The system aggregates data from various sources, including GPS signals, traffic cameras, weather reports, and historical call logs. This comprehensive data collection allows the machine learning algorithms to make informed decisions rapidly. The system evaluates factors such as the severity of the emergency, the time of day, current traffic conditions, and even weather impacts to dispatch the most suitable ambulance.
One of the key features of Jordan’s model is its predictive analytics capability. The system can predict peak times for emergencies in specific areas by analysing patterns and trends in emergency calls. This foresight enables emergency services to position ambulances strategically, reducing the time needed to reach patients.
The machine learning models are not static; they continually learn and adapt. As new data is fed into the system, it refines its predictions and recommendations. This ongoing learning process ensures that the models become increasingly accurate and effective. Jordan’s system also includes feedback loops, where the outcomes of dispatched ambulances are analysed to improve decision-making processes further.
Jordan’s journey into this research was fueled by personal experience. “I was unwell for several years and often required an ambulance,” he recalls. “Our trips to the Emergency Department were so frequent that the ambulance crew suggested my sister become a paramedic, given her ability to handle stress. Investing considerable time and effort into a widely ignored problem was an effective way I could give back, and if possible, make my sister’s job a little easier.”
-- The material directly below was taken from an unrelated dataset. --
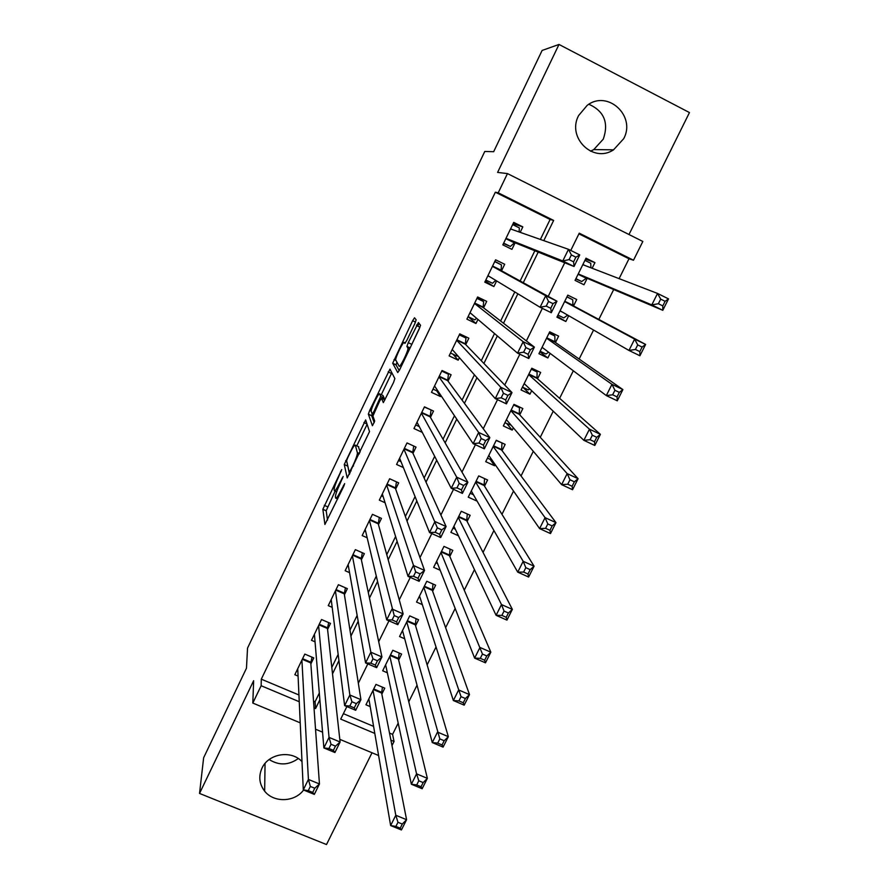 <?xml version="1.0" encoding="UTF-8"?>
<svg xmlns="http://www.w3.org/2000/svg" width="889" height="889" viewBox="0 0 889 889"><rect width="100%" height="100%" fill="white"/><g stroke="black" fill="none" stroke-linecap="round" stroke-linejoin="round"><path stroke-width="1.33" d="M341.72 469.603L322.851 509.264L324.907 524.477L343.654 486.516L344.665 483.616L341.22 490.006C338.076 496.329 336.22 499.007 335.642 498.062L335.409 496.618C335.631 494.184 337.164 489.906 340.009 483.805L343.165 476.515L339.798 482.727C336.72 488.928 334.909 491.573 334.342 490.684L334.12 489.306C334.342 486.939 335.842 482.771 338.631 476.782L341.72 469.603M588.885 104.269C604.109 111.114 608.921 122.738 603.298 139.117L593.774 149.585L590.54 151.219M578.617 115.548C566.626 137.695 593.23 163.532 613.543 149.83L623.678 138.706C636.268 115.948 607.52 89.422 587.162 105.391L578.617 115.548M298.293 758.528C288.714 765.34 279.002 765.673 269.178 759.539M301.993 761.573L301.404 760.995C290.436 749.871 268.3 753.872 261.977 768.163C258.377 776.397 259.266 784.065 264.655 791.166C273.723 802.945 294.781 802.289 303.582 790.01M414.874 323.54L416.152 319.784L414.53 317.795L412.629 320.707L392.694 363.245L397.75 372.58L399.683 369.68L419.197 328.997L420.541 325.263L418.43 322.563L408.251 342.676L406.906 346.388L407.962 348.344C408.207 351.344 399.817 368.313 399.139 366.19L395.694 359.912C395.461 357.089 403.539 340.654 404.262 342.498L404.851 343.387L406.762 340.487L414.874 323.54M540.379 239.441L550.102 219.483L495.351 192.213L498.218 192.813L507.463 173.588L642.836 241.464L633.501 260.221L579.25 233.185L570.771 250.454M300.215 722.835L252.809 703.066L253.643 680.707L199.536 793.444L203.637 757.75L246.475 668.217L247.531 648.103L484.772 151.463L493.662 151.708L542.123 50.44L559.003 44.45L497.596 172.41L507.463 173.588M252.809 703.066L261.144 685.73L299.249 701.721M495.351 192.213L261.299 679.163L261.144 685.73M365.646 419.93L344.265 464.503L347.221 477.938L369.524 431.576L365.646 419.93M369.713 410.385L389.96 369.124L394.872 378.57L393.516 382.548L383.337 402.617L381.492 398.294L379.647 401.05L372.913 416.063L374.702 421.075L372.413 425.731L368.357 414.13L369.713 410.385L371.202 411.074M628.99 234.518L689.464 112.57L559.003 44.45M199.536 793.444L326.496 844.55L372.013 752.772M592.141 268.267L594.93 262.611L585.507 259.177M594.93 262.611L585.995 258.188L575.061 280.379L583.984 284.78L587.173 278.324M568.704 315.717L565.849 321.507L557.325 316.373M573.538 305.927L576.717 299.504L567.793 295.137L556.925 317.173L565.849 321.507M550.113 353.366L547.846 357.967L539.867 351.788M555.481 342.498L558.625 336.12L549.713 331.808L538.934 353.689L547.846 357.967M531.666 390.727L529.966 394.16L522.943 387.348M537.545 378.803L540.679 372.469L531.778 368.224L521.065 389.949L529.966 394.16M513.353 427.809L512.22 430.098L506.819 423.642M519.743 414.852L522.854 408.562L513.964 404.373L503.33 425.942L512.22 430.098M495.173 464.614L494.606 465.769L490.206 459.391M502.074 450.634L505.152 444.389L496.273 440.266L485.727 461.669L494.606 465.769M484.527 486.172L487.583 479.971L478.715 475.893L468.247 497.151L477.126 501.152L473.426 494.751M467.103 521.443L470.148 515.287L461.291 511.264L450.89 532.367L458.435 535.767M449.812 556.47L452.823 550.358L443.978 546.391L433.654 567.349L440.188 570.249M432.632 591.241L435.632 585.173L426.798 581.262L416.541 602.064L422.308 604.598M415.585 625.767L418.563 619.744L409.729 615.888L399.55 636.546L404.706 638.78M398.65 660.06L401.606 654.071L392.794 650.27L382.681 670.784L387.348 672.773M310.861 663.927L313.784 657.916L304.816 654.093L294.837 674.718L298.082 676.085M327.585 629.456L330.519 623.4L321.54 619.533L311.494 640.302L315.05 641.825M344.421 594.741L347.377 588.64L338.387 584.718L328.263 605.631L332.197 607.343M361.379 559.781L364.357 553.636L355.356 549.646L345.154 570.716L349.555 572.649M378.458 524.566L381.459 518.376L372.447 514.331L362.179 535.556L367.168 537.778M395.661 489.094L398.683 482.86L389.649 478.76L379.314 500.14L385.07 502.73M412.985 453.368L416.03 447.089L406.995 442.933L396.572 464.469L403.384 467.57M430.443 417.386L433.51 411.062L424.453 406.851L413.963 428.531L422.275 432.376M448.023 381.137L451.112 374.758L442.044 370.491L431.476 392.338L440.533 396.572L441 395.605M465.725 344.621L468.847 338.198L459.769 333.875L449.123 355.878L458.191 360.167L459.402 357.667M483.572 307.838L486.705 301.371L477.615 296.982L466.892 319.151L475.971 323.507L477.938 319.44M501.54 270.778L504.696 264.266L495.595 259.821L484.794 282.146L493.884 286.569L496.629 280.913M261.299 679.163L298.948 694.987M313.528 701.121L315.073 701.765L319.307 693.064M331.808 667.428L338.153 654.393M349.988 630.123L357.145 615.421M368.302 592.53L376.303 576.128M386.771 554.647L395.605 536.512M405.373 516.465L415.063 496.584M424.12 477.982L434.688 456.324M443.022 439.21L454.468 415.73M462.069 400.117L474.404 374.802M481.271 360.723L494.517 333.542M500.618 321.018L514.798 291.936M520.132 280.991L534.856 250.754M520.187 232.34L522.832 226.895L513.72 222.383L502.83 244.875L511.931 249.353L515.109 242.808M389.515 733.069L392.594 734.358L398.194 723.113M408.784 701.799L417.03 685.197M427.131 664.883L436.032 646.992M445.622 627.678L455.168 608.476M464.258 590.185L474.47 569.649M483.038 552.413L493.917 530.511M501.963 514.331L513.531 491.061M521.032 475.959L533.3 451.301M540.256 437.299L553.225 411.207M559.626 398.316L573.316 370.791M579.15 359.034L593.563 330.041M598.83 319.44L613.699 289.536M619.111 278.646L628.99 258.777L578.928 233.84M343.387 713.667L373.58 726.369M381.837 694.098L384.77 688.164L375.969 684.408L365.935 704.777L370.18 706.577M628.99 258.777L633.501 260.221M392.594 734.358L394.038 741.493L391.982 745.615M543.79 240.641L553.647 220.428L498.218 192.813M314.006 707.911L315.573 708.566L319.862 699.765M332.519 673.829L338.942 660.649M350.922 636.091L358.178 621.211M369.468 598.053L377.569 581.462M388.171 559.726L397.116 541.379M407.018 521.087L416.83 500.963M426.009 482.149L436.699 460.213M445.156 442.889L456.735 419.13M464.447 403.328L476.949 377.703M483.905 363.445L497.318 335.931M503.507 323.24L517.865 293.803M523.277 282.713L538.201 252.109M378.592 755.506L339.798 739.337M322.563 732.147L315.539 729.224M346.877 706.566L340.709 719.112L374.791 733.414M390.916 740.181L394.038 741.493M564.726 262.766L548.213 296.404M542.334 308.372L526.366 340.909M519.832 354.233L504.719 385.015M497.518 399.672L483.249 428.731M475.415 444.7L461.98 472.081M453.512 489.328L440.888 515.042M431.798 533.556L419.986 557.625M410.285 577.383L399.261 599.853M388.96 620.833L378.703 641.714M367.824 663.883L358.334 683.219M315.073 701.765L315.573 708.566M550.102 219.483L553.647 220.428M440.533 396.572L436.721 390.827M458.191 360.167L453.079 354.233M475.971 323.507L468.281 316.74M493.884 286.569L485.316 281.08M522.832 226.895L513.064 223.717M335.153 491.05L326.185 510.753L327.53 520.132M347.677 465.492L349.499 474.315M367.113 424.32L356.789 445.856M347.577 458.091L346.599 460.791L349.277 472.403L352.866 465.725C355.7 459.646 357.222 455.401 357.434 453.001L355.356 445.2C354.7 444.533 352.855 447.267 349.822 453.412L347.577 458.091M358.334 446.556L360.212 451.99M381.281 394.727L391.471 373.458L388.126 371.891M391.838 372.724L391.471 373.458M374.225 422.686L371.713 415.774L368.368 414.23M379.647 393.96C379.081 391.738 370.946 408.384 371.191 411.251L372.158 414.074L373.98 411.374L380.681 396.45L379.647 393.96L382.77 395.416M383.759 399.35L384.059 397.916L380.659 396.338M383.015 395.527L384.059 397.916M372.147 414.03L371.713 415.774M417.786 326.174L419.063 323.34M416.463 325.552L419.897 327.185L410.618 346.888M396.883 362.223L396.061 364.946L399.217 370.602M368.857 698.843L390.638 825.559L395.794 815.269L406.584 819.691L381.625 693.042L382.448 687.175M402.295 824.059L406.584 819.691L401.417 829.959L390.638 825.559L395.883 826.414L400.217 828.181L402.295 824.059L397.961 822.292L395.883 826.414M397.961 822.292L395.794 815.269L373.036 690.364M400.217 828.181L401.417 829.959M311.995 657.149L310.794 662.927L319.451 783.965L314.317 794.399L303.293 789.888L297.737 668.706M308.272 790.621L303.293 789.888L308.416 779.442L319.451 783.965L314.762 788.243L310.339 786.432L308.272 790.621L312.706 792.432L314.762 788.243M301.904 660.116L308.416 779.442L310.339 786.432M314.317 794.399L312.706 792.432M385.626 664.805L411.363 784.242L416.563 773.852L427.365 778.353L398.405 659.06L399.183 653.026M423.142 782.587L427.365 778.353L422.153 788.721L411.363 784.242L416.719 784.943L421.053 786.743L423.142 782.587L418.808 780.775L416.719 784.943M418.808 780.775L416.563 773.852L389.838 656.26M421.053 786.743L422.153 788.721M402.128 631.312L402.806 631.601M402.517 630.534L432.265 742.559L437.521 732.08L448.334 736.67L415.307 624.845L416.041 618.644M444.178 740.737L448.334 736.67L443.078 747.116L432.265 742.559L437.721 743.115L442.066 744.938L444.178 740.737L439.833 738.903L437.721 743.115M439.833 738.903L406.762 621.922M442.066 744.938L443.078 747.116M418.963 597.164L420.053 597.641M419.53 596.008L453.357 700.521L458.657 689.953L469.492 694.609L432.332 590.374L433.01 584.006M465.403 698.532L469.492 694.609L464.18 705.155L453.357 700.521L458.913 700.91L463.269 702.777L465.403 698.532L461.047 696.665L458.913 700.91M461.047 696.665L423.797 587.34M463.269 702.777L464.18 705.155M435.91 562.77L437.544 563.504M436.666 561.237L474.626 658.104L479.971 647.448L490.828 652.182L449.467 555.669L450.078 549.124M486.805 655.96L490.828 652.182L485.472 662.827L474.626 658.104L480.293 658.338L484.649 660.227L486.805 655.96L482.449 654.06L480.293 658.338M482.449 654.06L440.966 552.514M484.649 660.227L485.472 662.827M328.652 622.6L327.474 628.501L340.098 742.004L334.92 752.527L323.874 747.938L314.417 634.246M328.952 748.516L323.874 747.938L329.041 737.392L340.098 742.004L335.475 746.127L331.03 744.282L328.952 748.516L333.386 750.36L335.475 746.127M318.606 625.589L329.041 737.392L331.03 744.282M327.474 628.501L318.962 624.856L327.474 628.501M334.92 752.527L333.386 750.36M345.432 587.796L344.276 593.863L360.923 699.665L355.7 710.289L344.632 705.622L331.208 599.542M349.822 706.033L344.632 705.622L349.855 694.987L360.923 699.665L356.356 703.644L351.922 701.765L349.822 706.033L354.267 707.911L356.356 703.644M335.431 590.829L349.855 694.987L351.922 701.765M355.7 710.289L354.267 707.911M348.399 566.115L347.566 565.748M362.334 552.736L361.201 558.97L381.937 656.96L376.658 667.672L365.579 662.927L348.132 564.582M370.869 663.172L365.579 662.927L370.846 652.193L381.937 656.96L377.436 660.783L372.98 658.871L370.869 663.172L375.325 665.083L377.436 660.783M352.377 555.803L370.846 652.193L372.98 658.871M376.658 667.672L375.325 665.083M365.668 531.478L364.412 530.922M379.336 517.431L378.247 523.821L403.128 613.877L397.816 624.678L386.715 619.855L365.168 529.377M392.105 619.933L386.715 619.855L392.027 609.021L403.128 613.877L398.705 617.533L394.238 615.588L392.105 619.933L396.561 621.878L398.705 617.533M369.446 520.532L394.238 615.588M397.816 624.678L396.561 621.878M452.968 528.133L455.324 529.199M453.912 526.221L496.095 615.321L501.485 604.564L512.353 609.387L466.725 520.71L467.27 513.986M508.397 612.999L512.353 609.387L506.952 620.122L496.095 615.321L501.874 615.388L506.23 617.31L508.397 612.999L504.041 611.065L501.874 615.388M504.041 611.065L501.485 604.564L458.246 517.431M506.23 617.31L506.952 620.122M383.181 496.662L381.381 495.851M396.461 481.86L395.416 488.417L424.52 570.405L419.152 581.306L408.029 576.394L382.326 493.917M413.529 576.305L408.029 576.394L413.396 565.471L424.52 570.405L420.153 573.905L415.685 571.927L413.529 576.305L417.997 578.283L420.153 573.905M386.637 485.005L415.685 571.927M419.152 581.306L417.997 578.283M470.159 493.262L473.481 494.773M471.292 490.961L517.742 572.149L523.188 561.303L534.078 566.204L484.116 485.494L484.572 478.582M530.188 569.66L534.078 566.204L528.622 577.039L517.742 572.149L523.632 572.049L527.999 574.016L530.188 569.66L525.821 567.693L523.632 572.049M525.821 567.693L523.188 561.303L475.659 482.105M527.999 574.016L528.622 577.039M401.006 461.68L398.483 460.524M413.707 446.022L412.707 452.757L446.1 526.544L440.677 537.545L429.543 532.544L399.606 458.191M435.154 532.289L429.543 532.544L434.954 521.521L446.1 526.544L441.8 529.877L437.332 527.866L435.154 532.289L439.633 534.3L441.8 529.877M403.95 449.223L437.332 527.866M440.677 537.545L439.633 534.3M487.472 458.135L492.184 460.302M496.173 440.477L501.663 442.766M488.794 455.435L539.59 528.599L545.079 517.654L555.981 522.643L501.618 450.034L501.963 443.167M552.169 525.932L555.981 522.643L550.491 533.567L539.59 528.599L545.59 528.333L549.969 530.322L552.169 525.932L547.791 523.932L545.59 528.333M547.791 523.932L545.079 517.654L493.195 446.511M549.969 530.322L550.491 533.567M430.809 409.807L424.353 407.062M419.297 426.609L415.696 424.942M431.021 410.162L430.132 416.841L467.87 482.294L462.402 493.395L451.245 488.305L417.019 422.219M456.968 487.872L451.245 488.305L456.713 477.182L467.87 482.294L463.647 485.461L459.168 483.405L456.968 487.872L461.458 489.917L463.647 485.461M421.386 413.185L456.713 477.182L459.168 483.405M462.402 493.395L461.458 489.917M504.908 422.753L511.142 425.209M513.664 404.962L519.465 407.695L518.243 406.395M506.43 419.652L561.626 484.661L567.171 473.615L578.094 478.693L519.265 414.318L519.465 407.695M574.35 481.816L578.094 478.693L572.549 489.717L561.626 484.661L567.738 484.216L572.127 486.25L574.35 481.816L569.971 479.782L567.738 484.216M569.971 479.782L567.171 473.615L510.853 410.674M572.127 486.25L572.549 489.717M447.556 373.091L448.434 374.236L441.755 371.091M438.299 391.571L433.032 389.104M448.434 374.236L447.667 380.659L489.839 437.632L484.327 448.834L473.148 443.655L434.554 385.97M478.982 443.044L473.148 443.655L478.66 432.432L489.839 437.632L485.683 440.633L481.205 438.544L478.982 443.044L483.472 445.133L485.683 440.633M438.955 376.869L478.66 432.432L481.205 438.544M484.327 448.834L483.472 445.133M522.465 387.115L528.266 389.871L529.766 388.926M531.289 369.202L537.1 371.98L533.922 369.257M524.188 383.615L583.873 440.322L589.463 429.176L600.397 434.343L537.023 378.347L537.1 371.98M596.73 437.299L600.397 434.343L594.797 445.467L583.873 440.322L590.096 439.699L594.485 441.777L596.73 437.299L592.341 435.232L590.096 439.699M592.341 435.232L589.463 429.176L528.644 374.569M594.485 441.777L594.797 445.467M463.636 335.72L465.969 338.053L459.28 334.864M457.724 355.756L457.19 356.178L450.501 353.011M465.969 338.053L465.347 344.221L512.008 392.571L506.441 403.873L495.251 398.605L452.223 349.466M501.207 397.816L495.251 398.605L500.807 387.282L512.008 392.571L507.93 395.394L503.441 393.271L501.207 397.816L505.697 399.939L507.93 395.394M456.657 340.298L500.807 387.282L503.441 393.271M506.441 403.873L505.697 399.939M540.145 351.233L545.957 354.022L548.613 352.233M549.035 333.186L554.858 335.998L549.458 332.342M542.079 347.321L606.309 395.583L611.954 384.337L622.9 389.593L554.914 342.109L554.858 335.998M619.311 392.382L622.9 389.593L617.255 400.817L606.309 395.583L612.654 394.794L617.044 396.894L619.311 392.382L614.921 390.271L612.654 394.794M614.921 390.271L611.954 384.337L546.568 338.198M617.044 396.894L617.255 400.817M477.56 297.093L483.638 301.604L476.937 298.371M476.615 318.306L474.793 319.862L468.092 316.651M483.638 301.604L483.149 307.505L534.378 347.099L528.766 358.5L517.554 353.144L470.014 312.695M523.621 352.166L517.554 353.144L523.165 341.709L534.378 347.099L530.377 349.744L525.877 347.588L523.621 352.166L528.122 354.322L530.377 349.744M474.482 303.46L523.165 341.709L525.877 347.588M528.766 358.5L528.122 354.322M557.959 315.084L563.782 317.906L567.66 315.117M566.915 296.904L572.738 299.749L566.971 296.782M560.092 310.75L628.956 350.444L634.646 339.098L645.614 344.443L572.938 305.605L572.738 299.749M642.102 347.054L645.614 344.443L639.913 355.767L628.956 350.444L635.413 349.466L639.813 351.611L642.102 347.054L637.702 344.91L635.413 349.466M637.702 344.91L634.646 339.098L564.615 301.571M639.813 351.611L639.913 355.767M494.817 261.433L501.44 264.9L494.728 261.622M495.751 280.379L492.517 283.291L485.816 280.024M501.44 264.9L501.085 270.534L556.959 301.204L551.291 312.717L540.067 307.272L487.939 275.646M546.246 306.105L540.067 307.272L545.724 295.726L556.959 301.204L553.036 303.671L548.524 301.471L546.246 306.105L550.758 308.294L553.036 303.671M492.439 266.344L545.724 295.726L548.524 301.471M551.291 312.717L550.758 308.294M575.783 278.913L581.728 281.535L586.551 278.057L662.783 310.305L651.804 304.894L657.549 293.437L582.795 264.666M575.905 278.668L581.728 281.535M584.918 260.366L590.752 263.244L590.907 267.789M660.694 299.126L657.549 293.437L668.528 298.882L662.783 310.305L662.794 305.905L665.105 301.315L660.694 299.126L658.382 303.727L662.794 305.905M578.239 273.923L651.804 304.894L658.382 303.727M668.528 298.882L665.105 301.315M519.109 231.962L519.365 227.917L512.642 224.595M503.496 243.508L510.386 246.442L503.674 243.142M569.082 259.61L573.594 261.844L575.894 257.177L571.383 254.943L569.082 259.61L562.781 260.966L568.493 249.32L579.739 254.899L574.027 266.511L562.781 260.966L505.997 238.33M510.53 228.951L568.493 249.32L571.383 254.943M573.594 261.844L574.027 266.511L514.62 242.619L510.386 246.442M575.894 257.177L579.739 254.899M341.098 471.592L340.543 471.348M344.032 485.683L343.421 485.405M342.532 478.493L341.954 478.226M336.664 491.728L334.82 490.895M340.387 482.994L339.798 482.727M337.676 498.973L336.142 498.296M341.843 490.284L341.22 490.006M326.185 510.808L322.863 509.319M327.597 506.808L324.274 505.33M347.61 466.092L344.265 464.58M346.677 461.124L345.654 460.658M367.001 423.986L363.89 422.553M350.21 472.826L349.377 472.448M351.155 470.87L350.533 470.592M353.489 466.014L352.866 465.725M359.434 453.612L357.389 452.679M358.723 446.745L355.356 445.2M384.926 399.883L381.492 398.294M373.291 414.596L372.269 414.118M374.58 411.651L373.98 411.374M379.914 400.517L379.314 400.239M418.274 325.163L416.963 324.541M405.34 342.998L404.262 342.498M409.696 348.81L407.884 347.955M410.073 348.01L406.94 346.532M411.685 344.299L408.251 342.676M396.061 364.946L392.716 363.368M395.894 360.478L394.016 359.601M415.519 322.085L412.629 320.707M381.625 693.042L373.436 689.564M381.648 692.309L373.736 688.942M302.593 658.682L310.883 662.205M302.293 659.305L310.794 662.927M398.405 659.06L390.204 655.526L398.405 659.049M398.416 658.36L390.493 654.937M415.307 624.845L407.084 621.255L415.296 624.8M415.307 624.156L407.362 620.7M432.332 590.374L424.097 586.74M432.31 589.718L424.353 586.207M449.467 555.669L441.222 551.98M449.434 555.036L441.466 551.48M319.251 624.256L327.552 627.834M336.031 589.585L344.343 593.207M344.276 593.819L335.775 590.118L344.276 593.863M352.933 554.658L361.245 558.336M352.666 555.203L361.201 558.97M369.946 519.487L378.281 523.221M369.702 519.998L378.247 523.821M466.725 520.71L458.48 516.976M466.681 520.109L458.702 516.498M387.093 484.072L395.427 487.85M386.859 484.538L395.416 488.417M484.116 485.494L475.848 481.705M484.049 484.927L476.071 481.271M404.351 448.389L412.707 452.212M404.139 448.834L412.707 452.757M501.618 450.034L493.351 446.2M501.54 449.501L493.551 445.789M421.742 412.44L430.109 416.33M421.542 412.852L430.132 416.841M519.265 414.318L510.975 410.429M519.165 413.818L511.164 410.051M439.266 376.247L447.634 380.181M439.077 376.625L447.667 380.659M537.023 378.347L528.733 374.391M536.912 377.869L528.899 374.058M456.913 339.776L465.291 343.776M456.735 340.12L465.347 344.221M554.914 342.109L546.613 338.109M554.792 341.665L546.768 337.798M474.682 303.049L483.083 307.094M474.526 303.36L483.149 307.505M562.904 312.372L559.992 310.961M572.938 305.605L564.626 301.549M572.794 305.194L564.759 301.271M492.584 266.044L500.996 270.145M492.45 266.322L501.085 270.534M487.839 275.857L490.061 276.935M586.118 278.201L578.083 274.234M586.551 278.057L578.228 273.956M584.929 265.489L582.895 264.478M510.63 228.762L512.175 229.529M505.985 238.363L514.62 242.619M505.841 238.652L514.264 242.797M613.543 149.83L593.774 149.585M264.655 791.166L265.055 763.429M326.185 510.753L322.851 509.264M347.599 466.014L344.265 464.503M359.312 453.857L357.434 453.001M384.081 398.028L380.681 396.45M371.691 415.674L368.357 414.13M409.551 349.099L407.962 348.344M410.129 347.91L406.906 346.388M396.038 364.812L392.694 363.245M432.31 590.296L424.12 586.684M449.434 555.558L441.255 551.902M352.7 555.147L361.19 558.892M369.735 519.921L378.236 523.721M466.681 520.576L458.524 516.876M386.904 484.449L395.394 488.294M484.061 485.35L475.904 481.605M404.195 448.723L412.674 452.612M501.552 449.867L493.406 446.078M421.597 412.74L430.087 416.674M519.176 414.13L511.042 410.296M439.144 376.492L447.623 380.481M536.923 378.136L528.799 374.258M456.802 339.987L465.28 344.021M554.803 341.887L546.679 337.964M474.604 303.216L483.071 307.305M572.805 305.372L564.693 301.404M492.517 266.178L500.996 270.312M583.751 265.033L582.84 264.589M510.575 228.862L511.264 229.206"/></g></svg>

Jordan’s work highlights the critical role of digital technology in enhancing emergency medical services. By harnessing the power of machine learning and data analytics, his models promise to revolutionise how ambulances are dispatched, ultimately improving patient outcomes and making the best use of resources in an era where every second counts. Jordan’s innovative approach could be the key to saving more lives.
After earning his PhD, Jordan will focus on bringing his findings to the commercial market. He aims to deliver an improved ambulance dispatch system to services like Wellington Free Ambulance.
Looking ahead, Jordan aims to integrate additional technologies, such as IoT devices and telematics, to enhance the system’s capabilities further. Connecting ambulances, hospitals, and traffic management systems can create a more cohesive and responsive emergency network. This interconnected approach would allow for real-time communication and coordination, optimising all parts of the emergency response chain. The ultimate goal is a global improvement in emergency response times, potentially saving millions of lives each year.
Jordan’s use of digital technology in emergency medical services represents a significant leap forward in healthcare innovation. His models, driven by machine learning and data analytics, offer a promising solution to improving ambulance response times. His project underscores the transformative potential of digital technology in healthcare. By refining and expanding his models, Jordan envisions a future where emergency services worldwide can respond faster and more effectively, saving countless lives. As the demand for emergency services continues to grow, innovations like Jordan’s are crucial in meeting this challenge and ensuring that help arrives when needed.